BEGIN Extracted material

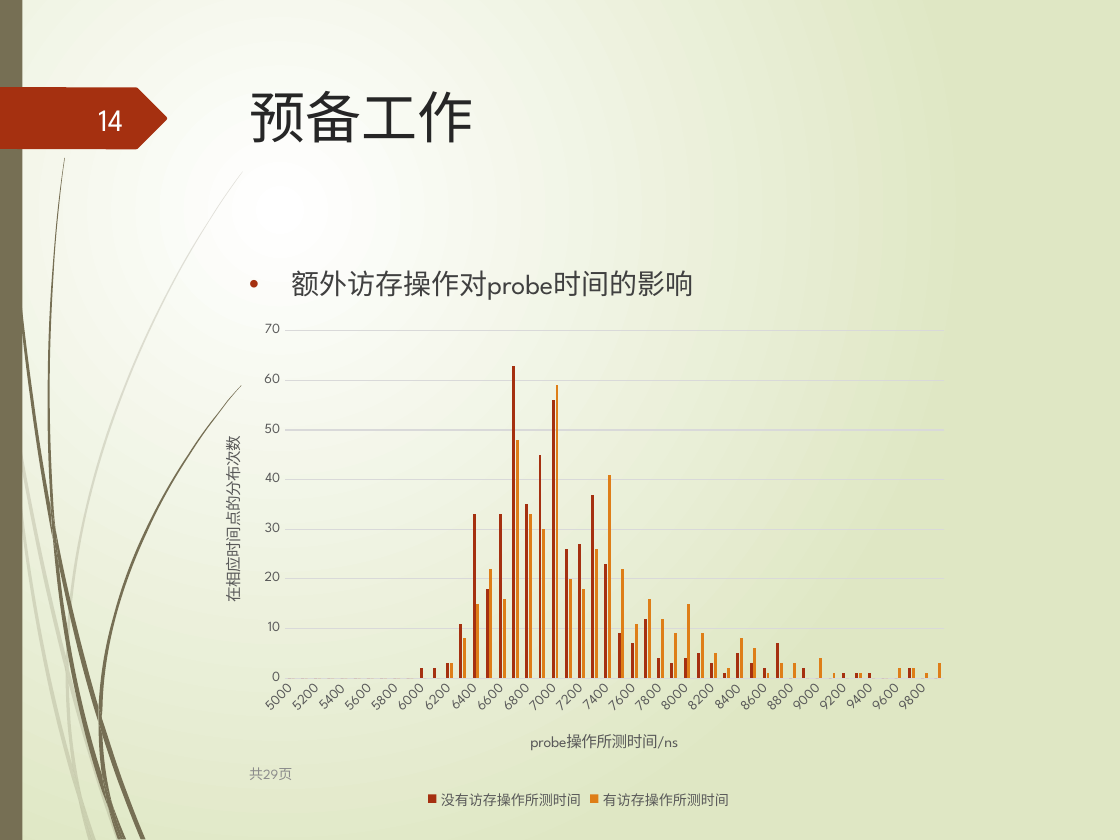
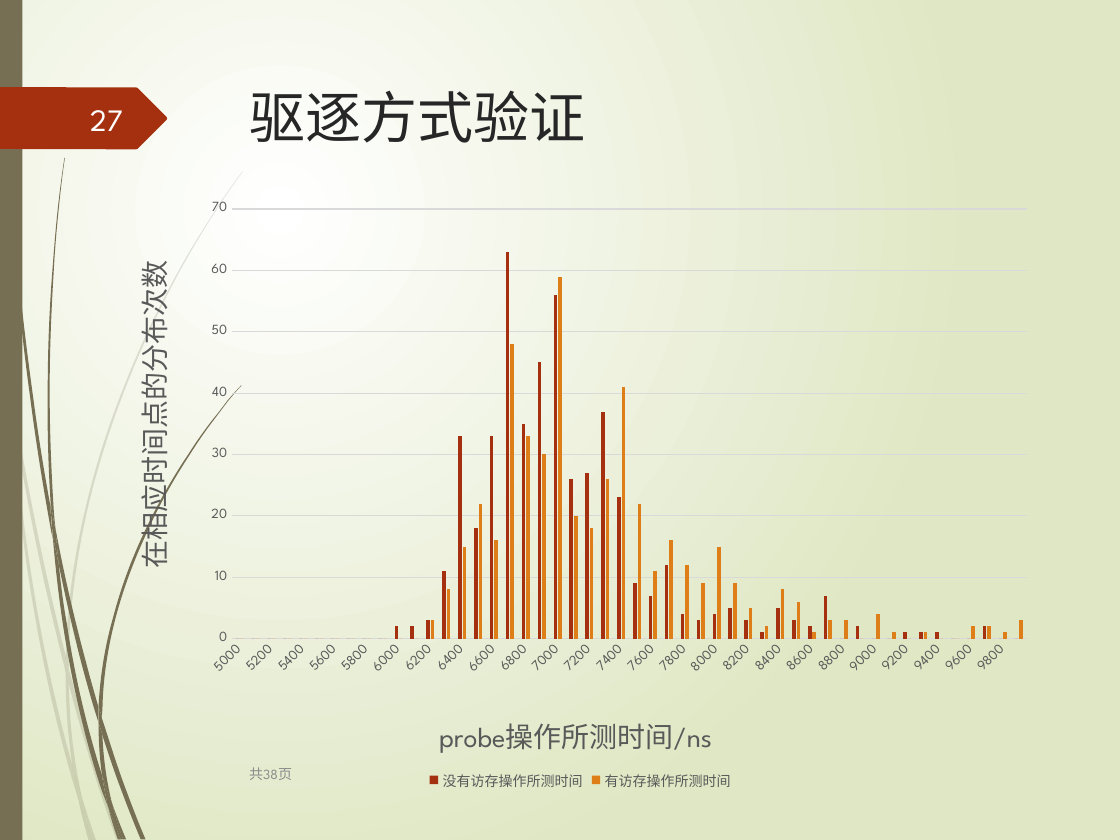
Before and after one commit to leborn0101/graduation, a slide deck: slide 27 of 毕业答辩.pptx (slide 14 before the commit). Drawn at 1120x840 pixels with LibreOffice and Linux fonts; fonts in the diff are those of the drawing. Boxes give left, top, right and bottom in pixels: in the first picture for what was removed or moved away, otherwise in the second. Text is boxed around its words. In the diff, an @@ line names an element or a change of style, - is before the commit and + after.

```diff
--- a/毕业答辩.pptx
+++ b/毕业答辩.pptx
@@ page number at bbox=[90, 110, 123, 131]: text changed @@
-14
+27
@@ title at bbox=[249, 90, 585, 143]: text changed @@
-预备工作
+驱逐方式验证
@@ column chart: place and size @@
-column chart at bbox=[197, 315, 959, 813]
+column chart at bbox=[115, 190, 1045, 794]
@@ text removed at bbox=[291, 270, 693, 300] @@
-• 额外访存操作对probe时间的影响
@@ text at bbox=[249, 767, 292, 780]: text changed @@
-共29页
+共38页
```
Also in this commit, not shown: 19 other slides changed, 18 slides added, 9 slides removed, 1 other file.

END Extracted material

• **What is needed**
What lines above hold the word "column"? Pull each one out.

• **Task solution**
@@ column chart: place and size @@
-column chart at bbox=[197, 315, 959, 813]
+column chart at bbox=[115, 190, 1045, 794]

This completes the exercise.